After locating the line that contains "Repository: johannfh/RiftStrike" in the records below, write out exactly that line and each line after it through the one that contains "- Up to frame 1 (0.25 s): no input", and nothing else.

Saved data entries
-*-*-
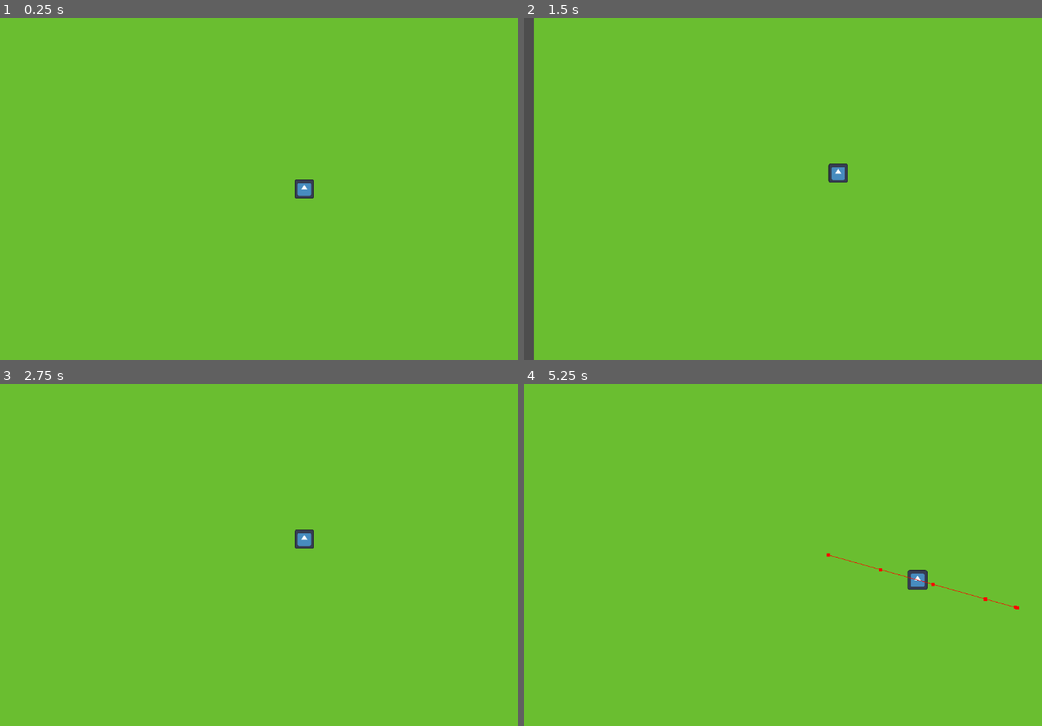
Above: before the commit, frames 1-4 (two rows, left to right).
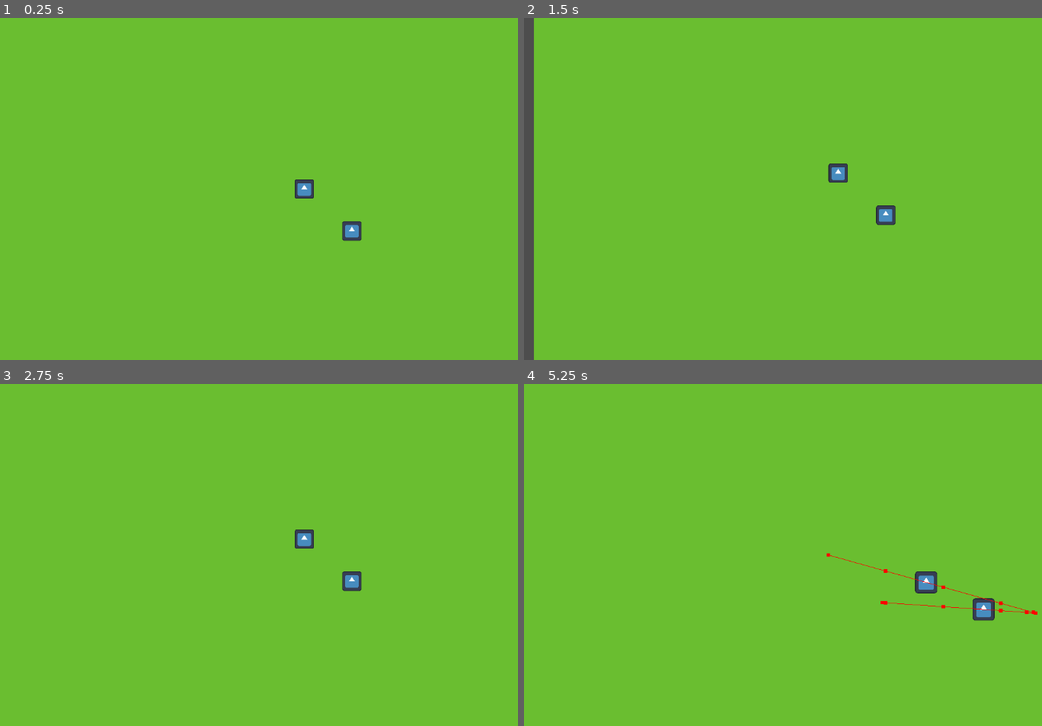
Above: after the commit, the same moments.

Repository: johannfh/RiftStrike
Game: Godot game, scene res://scenes/World.tscn
The game is run twice, just before and just after one commit, with the same random seed, the same clock (stepped at 60 frames per second) and the same inputs. The engine's default icon, where the game draws it, is replaced by a stand-in: a white triangle on a blue panel in a dark square.
Inputs (mouse positions are in pixels of both pictures, inside the frame that each line leads up to):
- Up to frame 1 (0.25 s): no input
- Up to frame 2 (1.5 s): tap Enter at 0.5 s; move the mouse to (964, 171) at 0.52 s; tap S (camera_down) at 0.6 s; tap Space at 1.25 s; move the mouse to (705, 206) at 1.27 s; tap A (camera_left) at 1.35 s
- Up to frame 3 (2.75 s): move the mouse to (362, 479) at 2.02 s; tap D (camera_right) at 2.1 s
- Up to frame 4 (5.25 s): move the mouse to (798, 623) at 2.77 s; tap W (camera_up) at 2.85 s; tap Enter at 3.5 s; move the mouse to (1010, 606) at 3.52 s; right-click (1010, 606) at 3.6 s; move the mouse to (648, 503) at 4.27 s; tap Shift (shift) at 4.35 s; move the mouse to (860, 555) at 5.02 s; tap Mouse wheel up (zoom_in) at 5.1 s

The runs differ from the first frame. In frame 1, 0.2% of the frame differs, in the area x 66-70%, y 59-66%; in frame 2, 0.2%; in frame 3, 0.2%; in frame 4, 0.8%, in the area x 64-100%, y 52-70%.

Commit message:
improve zoom

Diff:
--- a/scenes/World.tscn
+++ b/scenes/World.tscn
@@ -32,6 +32,7 @@
 position_smoothing_speed = 10.0
 script = ExtResource("2_12qvs")
 camera_move_speed = 300
+zoom_sensitivity = 0.2
 
 [node name="TileMapLayer" type="TileMapLayer" parent="."]
 tile_map_data = PackedByteArray("AAD9/wAAAAABAAAAAAD9/wEAAAABAAAAAAD9/wIAAAABAAAAAAD+/wAAAAABAAAAAAD+/wEAAAABAAAAAAD+/w …(2224 unchanged characters)…
@@ -42,4 +43,7 @@
 
 [node name="Unit" parent="Units" groups=["units"] instance=ExtResource("3_0vtaq")]
 
+[node name="Unit2" parent="Units" groups=["units"] instance=ExtResource("3_0vtaq")]
+position = Vector2(60, 53)
+
 [connection signal="move_command" from="Camera" to="." method="_on_move_command"]
--- a/scenes/camera.gd
+++ b/scenes/camera.gd
@@ -1,7 +1,11 @@
 extends Camera2D
 
 @export_range(10, 500, 1) var camera_move_speed = 150
-@export_range(0, 1, 0.001) var zoom_sensitivity = 0.05
+@export_range(0.05, 0.5, 0.01) var zoom_sensitivity = 0.05
+
+const MIN_ZOOM = Vector2(1, 1)
+const MAX_ZOOM = Vector2(20, 20)
+
 
 signal move_command(target: Vector2, append: bool)
 
@@ -31,3 +35,4 @@
 			print("Zoom out")
 		zoom.x += zoom_direction * zoom_sensitivity
 		zoom.y += zoom_direction * zoom_sensitivity
+		zoom.clamp(MIN_ZOOM, MAX_ZOOM)
-*-*-
**Answer space:**
Repository: johannfh/RiftStrike
Game: Godot game, scene res://scenes/World.tscn
The game is run twice, just before and just after one commit, with the same random seed, the same clock (stepped at 60 frames per second) and the same inputs. The engine's default icon, where the game draws it, is replaced by a stand-in: a white triangle on a blue panel in a dark square.
Inputs (mouse positions are in pixels of both pictures, inside the frame that each line leads up to):
- Up to frame 1 (0.25 s): no input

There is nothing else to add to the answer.